A related question is how to organise “bridge funding until a new government is being elected,” investment giant Goldman Sachs said in a research note, a type of loan which EU officials have previously ruled out.
If Portugal is to get a bailout, it has to come instead via the European Financial Stability Facility (EFSF), set up with the help of the International Monetary Fund after Greece was saved from default in May.
EU finance commissioner Olli Rehn said the formal request for loans from the EU and IMF, received late on Thursday, would trigger a “multi-annual” programme of Portuguese spending cuts, tax rises and other economic reforms.
Finland’s hawkish Finance Minister Jyrki Katainen warned “the package must be very strict.”
In exchange for loans, Lisbon will have to slash its budget and austerity measures “must be harder than (those) that the parliament in Portugal voted against,” Katainen said.

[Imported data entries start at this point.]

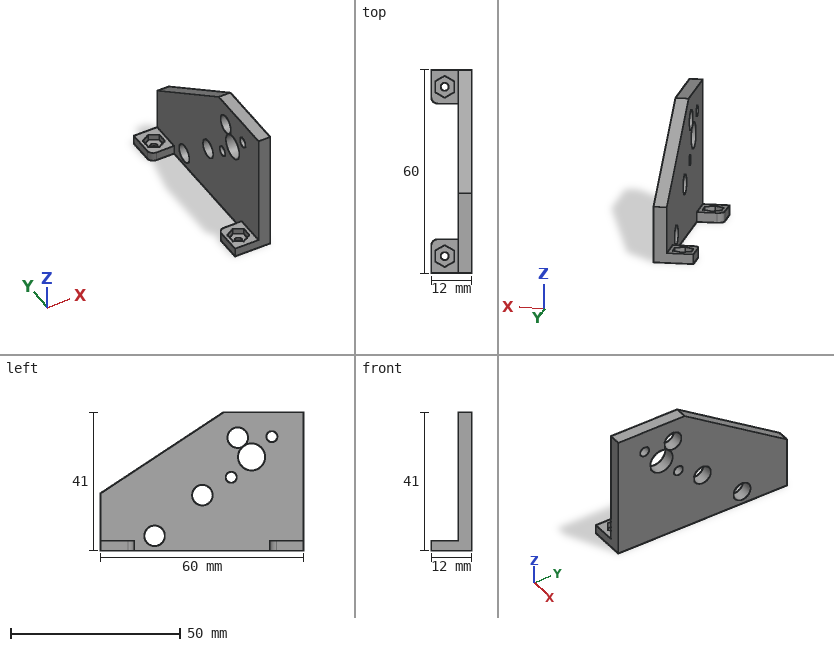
import cadquery as cq

width = 12.0
length = 60.0
height = 41.0
plate_thickness = width / 3
plate_inner_x = width - plate_thickness
low_end_height = 17.0
slope_start_y = 23.6

foot_length = 10.0
foot_thickness = 3.0
foot_corner_radius = 2.0
foot_hole_x = plate_inner_x / 2
foot_hole_diameter = 2.3
nut_across_corners = 6.5
nut_pocket_depth = 2.0

large_hole_diameter = 7.9
large_hole_center = (15.35, 27.7)
medium_hole_diameter = 6.0
medium_hole_centers = [(44.0, 4.45), (29.9, 16.45), (19.45, 33.4)]
screw_hole_diameter = 3.2
screw_offset = 6.0


def make_plate():
    """Upright plate with one sloping top corner."""
    return (
        cq.Workplane("YZ", origin=(plate_inner_x, 0, 0))
        .moveTo(0, 0)
        .lineTo(length, 0)
        .lineTo(length, low_end_height)
        .lineTo(slope_start_y, height)
        .lineTo(0, height)
        .close()
        .extrude(plate_thickness)
    )


def plate_holes(diameter, centers):
    """Cylinders that cut through the plate along X."""
    return (
        cq.Workplane("YZ", origin=(plate_inner_x, 0, 0))
        .pushPoints(centers)
        .circle(diameter / 2)
        .extrude(plate_thickness)
    )


def make_foot(start_y, rounded_edge):
    """Foot with a screw hole, a hexagonal nut pocket and one rounded corner."""
    foot = (
        cq.Workplane("XY")
        .box(width, foot_length, foot_thickness, centered=False)
        .translate((0, start_y, 0))
        .edges(rounded_edge)
        .fillet(foot_corner_radius)
    )
    hole_y = start_y + foot_length / 2
    hole = (
        cq.Workplane("XY", origin=(foot_hole_x, hole_y, 0))
        .circle(foot_hole_diameter / 2)
        .extrude(foot_thickness)
    )
    nut_pocket = (
        cq.Workplane("XY", origin=(foot_hole_x, hole_y, foot_thickness))
        .transformed(rotate=(0, 0, 90))
        .polygon(6, nut_across_corners)
        .extrude(-nut_pocket_depth)
    )
    return foot.cut(hole).cut(nut_pocket)


large_y, large_z = large_hole_center
screw_hole_centers = [
    (large_y - side * screw_offset, large_z + side * screw_offset) for side in (1, -1)
]

plate = make_plate()
plate = plate.cut(plate_holes(large_hole_diameter, [large_hole_center]))
plate = plate.cut(plate_holes(medium_hole_diameter, medium_hole_centers))
plate = plate.cut(plate_holes(screw_hole_diameter, screw_hole_centers))

near_foot = make_foot(0, ">Y and <X and |Z")
far_foot = make_foot(length - foot_length, "|Z and <X and <Y")

result = plate.union(near_foot).union(far_foot)
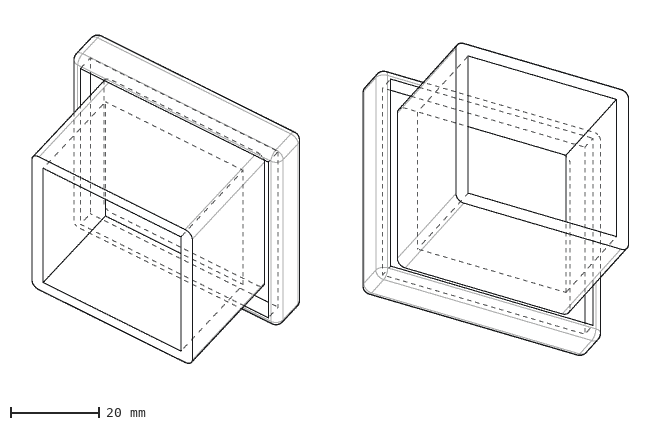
import cadquery as cq

plate_side = 57.0
plate_thickness = 10.0
edge_radius = 2.0
recess_side = 51.5
recess_depth = 4.0
total_depth = 35.0
plug_side = 44.0
plug_corner_radius = 2.0
cavity_side = 37.8
cavity_depth = 25.0

plug_end_y = -total_depth / 2
plate_back_y = total_depth / 2
plate_front_y = plate_back_y - plate_thickness
recess_floor_y = plate_front_y + recess_depth


def square_block(side, start_y, end_y):
    """Square block centred on the Y axis, spanning start_y to end_y."""
    length = end_y - start_y
    return cq.Workplane("XY").box(side, length, side).translate((0, start_y + length / 2, 0))


plate = square_block(plate_side, plate_front_y, plate_back_y).edges().fillet(edge_radius)
plate = plate.cut(square_block(recess_side, plate_front_y, recess_floor_y))

plug = square_block(plug_side, plug_end_y, recess_floor_y).edges("|Y").fillet(plug_corner_radius)

cavity = square_block(cavity_side, plug_end_y, plug_end_y + cavity_depth)

result = plate.union(plug).cut(cavity)
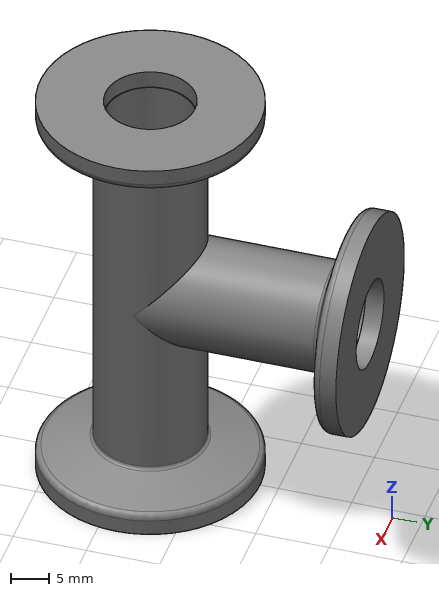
import cadquery as cq
import math

ARM_LENGTH = 30.0
PIPE_RADIUS = 7.5
BORE_RADIUS = 6.0
SOCKET_RADIUS = 6.1
SOCKET_DEPTH = 2.5

FLANGE_RADIUS = 15.0
RIM_THICKNESS = 3.0
CLAMP_ANGLE = 15.0
RIM_FILLET = 1.0
NECK_FILLET = 0.5

CONE_HEIGHT = (FLANGE_RADIUS - PIPE_RADIUS) * math.tan(math.radians(CLAMP_ANGLE))
RIM_HEIGHT = ARM_LENGTH - RIM_THICKNESS
NECK_HEIGHT = RIM_HEIGHT - CONE_HEIGHT

ARM_ROTATIONS = (0, 180, -90)


def circle_edge_at(radius, height):
    """Select the full circle of the given radius and height on an upright arm."""
    margin = 0.01
    low = (-radius - margin, -radius - margin, height - margin)
    high = (radius + margin, radius + margin, height + margin)
    return cq.selectors.BoxSelector(low, high, boundingbox=True)


def rotate_arm(arm, angle):
    return arm.rotate((0, 0, 0), (1, 0, 0), angle)


def make_arm():
    """Solid pipe along +Z, ending in a flange with a conical back face."""
    half_profile = (
        cq.Workplane("XZ")
        .moveTo(0, 0)
        .lineTo(PIPE_RADIUS, 0)
        .lineTo(PIPE_RADIUS, NECK_HEIGHT)
        .lineTo(FLANGE_RADIUS, RIM_HEIGHT)
        .lineTo(FLANGE_RADIUS, ARM_LENGTH)
        .lineTo(0, ARM_LENGTH)
        .close()
    )
    arm = half_profile.revolve(360, (0, 0, 0), (0, 1, 0))
    arm = arm.edges(circle_edge_at(FLANGE_RADIUS, RIM_HEIGHT)).fillet(RIM_FILLET)
    return arm.edges(circle_edge_at(PIPE_RADIUS, NECK_HEIGHT)).fillet(NECK_FILLET)


def make_bore():
    """Bore of one arm, from the axis crossing to the wider mouth at the flange face."""
    bore = cq.Workplane("XY").circle(BORE_RADIUS).extrude(ARM_LENGTH)
    mouth = (
        cq.Workplane("XY")
        .workplane(offset=ARM_LENGTH - SOCKET_DEPTH)
        .circle(SOCKET_RADIUS)
        .extrude(SOCKET_DEPTH)
    )
    return bore.union(mouth)


def join_arms(arm):
    """Unite one copy of the arm for each direction of the tee."""
    joined = rotate_arm(arm, ARM_ROTATIONS[0])
    for angle in ARM_ROTATIONS[1:]:
        joined = joined.union(rotate_arm(arm, angle))
    return joined


result = join_arms(make_arm()).cut(join_arms(make_bore()))

The issue is pressing. Portugal must repay some 4.2 billion euros of debt by April 15 and another 4.9 billion euros by June 15, with analysts saying Lisbon could struggle to make the second payment, due just after the polls.
Outgoing Portuguese Prime Minister Jose Socrates threw in the towel after the markets demanded unsustainably higher rates of return on fresh funding, a replay of the Greek and Irish crises before they caved in to the pressure.
Greece’s problems threatened the contagion that snagged Ireland and now Portugal, stoking fears that its neighbour Spain could be next.
Spain’s Finance Minister Elena Salgado insisted again Friday that Portugal would be the last to call in the cavalry, that Madrid had done enough to put its house in order.
“It is completely out of the question” that Spain should follow suit given its “much better track record” and much bigger economy, she said.
Spain’s position as the eurozone’s fourth largest economy is precisely why analysts are fretting over its finances — unemployment is now around 20 percent, the highest in the industrialised world, and its economy has either been in recession or stalled for several years.
But Rehn too backed Madrid, saying he was “certain” that “Spain will overcome its challenges and will not need external financial assistance.”